Archiwum Polityki

Mischa i Martha po rosyjsku

+++

Gdy występuje razem dwoje wielkich artystów, którzy są nieokiełznanymi i nieobliczalnymi osobowościami, a przy tym blisko się przyjaźnią, można spodziewać się wydarzenia o wysokiej temperaturze. Na płycie zawierającej nagranie live z koncertu, który odbył się dwa lata temu w Brukseli, Maisky i Argerich wykonują w sposób dość kontrowersyjny muzykę rosyjską. Już pierwsza w programie „Suita włoska” Strawińskiego zaskakuje teatralną emfazą, usprawiedliwioną jednak faktem, iż utwór jest opracowaniem fragmentów baletu „Pulcinella”, opartego na motywach komedii dell’arte.

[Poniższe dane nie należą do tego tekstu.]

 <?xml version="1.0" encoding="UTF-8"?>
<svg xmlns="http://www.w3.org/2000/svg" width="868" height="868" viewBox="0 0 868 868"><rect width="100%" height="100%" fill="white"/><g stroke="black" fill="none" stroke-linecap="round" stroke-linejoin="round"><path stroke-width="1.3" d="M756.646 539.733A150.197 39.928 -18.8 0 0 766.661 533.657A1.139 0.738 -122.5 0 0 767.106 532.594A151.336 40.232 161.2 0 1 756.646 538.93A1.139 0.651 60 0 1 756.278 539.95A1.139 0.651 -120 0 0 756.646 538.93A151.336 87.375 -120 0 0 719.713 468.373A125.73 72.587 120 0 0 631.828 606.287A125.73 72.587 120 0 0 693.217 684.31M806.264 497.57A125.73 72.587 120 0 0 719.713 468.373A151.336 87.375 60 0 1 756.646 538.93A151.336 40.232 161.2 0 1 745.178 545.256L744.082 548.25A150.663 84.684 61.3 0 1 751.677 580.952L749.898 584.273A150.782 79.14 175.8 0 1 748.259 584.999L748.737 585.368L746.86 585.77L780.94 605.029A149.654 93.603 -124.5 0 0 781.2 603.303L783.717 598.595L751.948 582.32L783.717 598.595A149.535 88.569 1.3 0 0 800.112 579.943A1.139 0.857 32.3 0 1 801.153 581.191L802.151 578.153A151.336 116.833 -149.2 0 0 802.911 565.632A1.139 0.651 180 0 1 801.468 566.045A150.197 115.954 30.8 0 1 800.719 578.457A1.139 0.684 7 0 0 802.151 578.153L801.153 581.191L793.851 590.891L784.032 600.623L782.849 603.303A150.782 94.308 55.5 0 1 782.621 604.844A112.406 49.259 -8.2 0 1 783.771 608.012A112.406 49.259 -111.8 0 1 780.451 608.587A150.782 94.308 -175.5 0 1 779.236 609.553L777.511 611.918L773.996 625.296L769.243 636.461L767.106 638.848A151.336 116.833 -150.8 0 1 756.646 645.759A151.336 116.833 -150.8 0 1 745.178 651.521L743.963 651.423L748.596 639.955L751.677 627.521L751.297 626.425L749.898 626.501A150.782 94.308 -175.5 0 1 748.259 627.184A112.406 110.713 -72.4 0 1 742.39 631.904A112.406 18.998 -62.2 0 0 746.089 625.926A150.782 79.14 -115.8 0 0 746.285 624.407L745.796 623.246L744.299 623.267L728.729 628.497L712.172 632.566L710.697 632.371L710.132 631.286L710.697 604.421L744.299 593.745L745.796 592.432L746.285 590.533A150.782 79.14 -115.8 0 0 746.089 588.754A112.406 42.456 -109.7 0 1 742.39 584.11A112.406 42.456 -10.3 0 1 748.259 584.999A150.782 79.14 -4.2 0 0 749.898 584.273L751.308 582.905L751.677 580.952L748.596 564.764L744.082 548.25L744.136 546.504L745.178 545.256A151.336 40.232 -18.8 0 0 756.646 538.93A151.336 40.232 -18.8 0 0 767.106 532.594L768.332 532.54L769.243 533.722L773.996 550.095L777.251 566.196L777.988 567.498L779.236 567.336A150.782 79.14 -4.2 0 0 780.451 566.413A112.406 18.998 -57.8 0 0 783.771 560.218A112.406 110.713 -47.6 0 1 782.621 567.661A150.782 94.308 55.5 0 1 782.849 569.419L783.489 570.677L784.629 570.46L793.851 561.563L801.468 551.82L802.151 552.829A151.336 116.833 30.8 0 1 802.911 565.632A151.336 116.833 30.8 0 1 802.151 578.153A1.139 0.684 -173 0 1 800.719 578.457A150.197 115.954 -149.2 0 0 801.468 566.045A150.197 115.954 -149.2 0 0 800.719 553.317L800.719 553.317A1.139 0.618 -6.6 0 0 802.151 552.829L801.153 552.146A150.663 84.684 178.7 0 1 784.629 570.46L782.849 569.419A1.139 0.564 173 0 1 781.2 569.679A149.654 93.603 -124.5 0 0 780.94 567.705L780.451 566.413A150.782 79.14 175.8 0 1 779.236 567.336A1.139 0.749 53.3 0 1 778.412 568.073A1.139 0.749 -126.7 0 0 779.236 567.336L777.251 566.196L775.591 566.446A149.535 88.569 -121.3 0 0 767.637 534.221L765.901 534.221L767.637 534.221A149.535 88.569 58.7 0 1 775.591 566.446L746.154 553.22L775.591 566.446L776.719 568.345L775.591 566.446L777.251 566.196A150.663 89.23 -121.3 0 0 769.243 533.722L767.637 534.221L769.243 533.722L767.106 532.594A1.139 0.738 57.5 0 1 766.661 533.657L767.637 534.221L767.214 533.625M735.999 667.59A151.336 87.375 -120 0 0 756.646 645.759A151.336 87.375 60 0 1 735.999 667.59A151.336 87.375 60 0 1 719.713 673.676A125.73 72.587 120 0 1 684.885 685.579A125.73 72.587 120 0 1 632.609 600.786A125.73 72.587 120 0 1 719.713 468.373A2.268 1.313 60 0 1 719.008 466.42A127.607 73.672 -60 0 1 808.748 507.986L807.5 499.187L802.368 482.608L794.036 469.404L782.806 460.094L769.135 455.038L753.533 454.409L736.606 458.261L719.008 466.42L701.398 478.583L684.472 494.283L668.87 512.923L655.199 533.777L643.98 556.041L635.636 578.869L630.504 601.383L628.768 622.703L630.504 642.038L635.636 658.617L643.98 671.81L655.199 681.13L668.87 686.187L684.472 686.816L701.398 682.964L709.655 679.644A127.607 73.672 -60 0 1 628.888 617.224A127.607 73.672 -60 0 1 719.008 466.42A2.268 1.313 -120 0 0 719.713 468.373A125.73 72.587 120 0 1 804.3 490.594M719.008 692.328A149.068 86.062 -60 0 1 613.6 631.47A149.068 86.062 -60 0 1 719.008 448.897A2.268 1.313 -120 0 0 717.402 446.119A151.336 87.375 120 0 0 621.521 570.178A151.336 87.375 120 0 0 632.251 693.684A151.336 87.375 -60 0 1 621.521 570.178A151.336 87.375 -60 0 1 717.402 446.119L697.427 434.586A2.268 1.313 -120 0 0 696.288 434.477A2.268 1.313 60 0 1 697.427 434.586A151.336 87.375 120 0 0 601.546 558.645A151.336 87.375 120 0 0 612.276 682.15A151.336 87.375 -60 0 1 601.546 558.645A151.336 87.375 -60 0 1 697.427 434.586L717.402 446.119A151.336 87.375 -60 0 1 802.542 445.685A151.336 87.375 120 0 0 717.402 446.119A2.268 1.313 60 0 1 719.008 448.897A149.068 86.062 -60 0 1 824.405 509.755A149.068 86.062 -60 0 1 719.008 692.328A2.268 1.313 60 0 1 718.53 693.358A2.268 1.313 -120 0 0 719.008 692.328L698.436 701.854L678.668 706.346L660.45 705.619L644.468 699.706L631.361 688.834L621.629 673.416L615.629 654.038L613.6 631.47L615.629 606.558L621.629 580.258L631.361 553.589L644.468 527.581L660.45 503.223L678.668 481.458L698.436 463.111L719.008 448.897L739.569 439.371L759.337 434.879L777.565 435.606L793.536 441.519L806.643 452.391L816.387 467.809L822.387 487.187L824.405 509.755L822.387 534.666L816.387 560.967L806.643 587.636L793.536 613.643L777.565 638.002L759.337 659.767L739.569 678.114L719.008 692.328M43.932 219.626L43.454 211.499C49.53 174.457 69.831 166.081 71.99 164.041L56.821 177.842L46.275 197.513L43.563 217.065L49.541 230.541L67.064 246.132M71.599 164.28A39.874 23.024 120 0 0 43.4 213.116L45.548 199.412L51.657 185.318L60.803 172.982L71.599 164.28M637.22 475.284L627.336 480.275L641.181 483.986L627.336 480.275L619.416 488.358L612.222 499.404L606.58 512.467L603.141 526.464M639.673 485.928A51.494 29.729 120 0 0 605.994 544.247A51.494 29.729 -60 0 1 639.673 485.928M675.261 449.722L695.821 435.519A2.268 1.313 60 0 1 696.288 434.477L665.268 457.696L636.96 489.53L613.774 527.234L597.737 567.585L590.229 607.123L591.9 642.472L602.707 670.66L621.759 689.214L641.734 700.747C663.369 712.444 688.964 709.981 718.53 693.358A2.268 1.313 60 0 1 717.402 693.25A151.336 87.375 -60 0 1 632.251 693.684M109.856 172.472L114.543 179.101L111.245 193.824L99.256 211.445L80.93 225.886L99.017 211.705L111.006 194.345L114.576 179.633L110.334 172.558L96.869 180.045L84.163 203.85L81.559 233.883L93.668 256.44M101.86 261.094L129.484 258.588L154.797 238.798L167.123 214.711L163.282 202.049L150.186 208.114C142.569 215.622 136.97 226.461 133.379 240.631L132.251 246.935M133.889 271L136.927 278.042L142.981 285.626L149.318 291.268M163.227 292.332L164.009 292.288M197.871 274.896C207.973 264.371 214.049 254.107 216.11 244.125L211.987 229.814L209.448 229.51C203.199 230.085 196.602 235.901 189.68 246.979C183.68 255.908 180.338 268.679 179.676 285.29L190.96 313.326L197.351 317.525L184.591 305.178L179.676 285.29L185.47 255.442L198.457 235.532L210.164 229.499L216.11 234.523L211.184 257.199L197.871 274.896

Podobnie teatralnie artyści interpretują Sonatę op. 119 Prokofiewa, przydając temu pogodnemu dziełu cechy demoniczności. Kontrast przynosi Sonata op. 40 Szostakowicza, której dramat jest tu bardziej uładzony, a zagrany na bis walc z baletu „Kamienny kwiat” Prokofiewa – to już sama łagodność i słodycz.

„Mischa Maisky&Martha Argerich in concert”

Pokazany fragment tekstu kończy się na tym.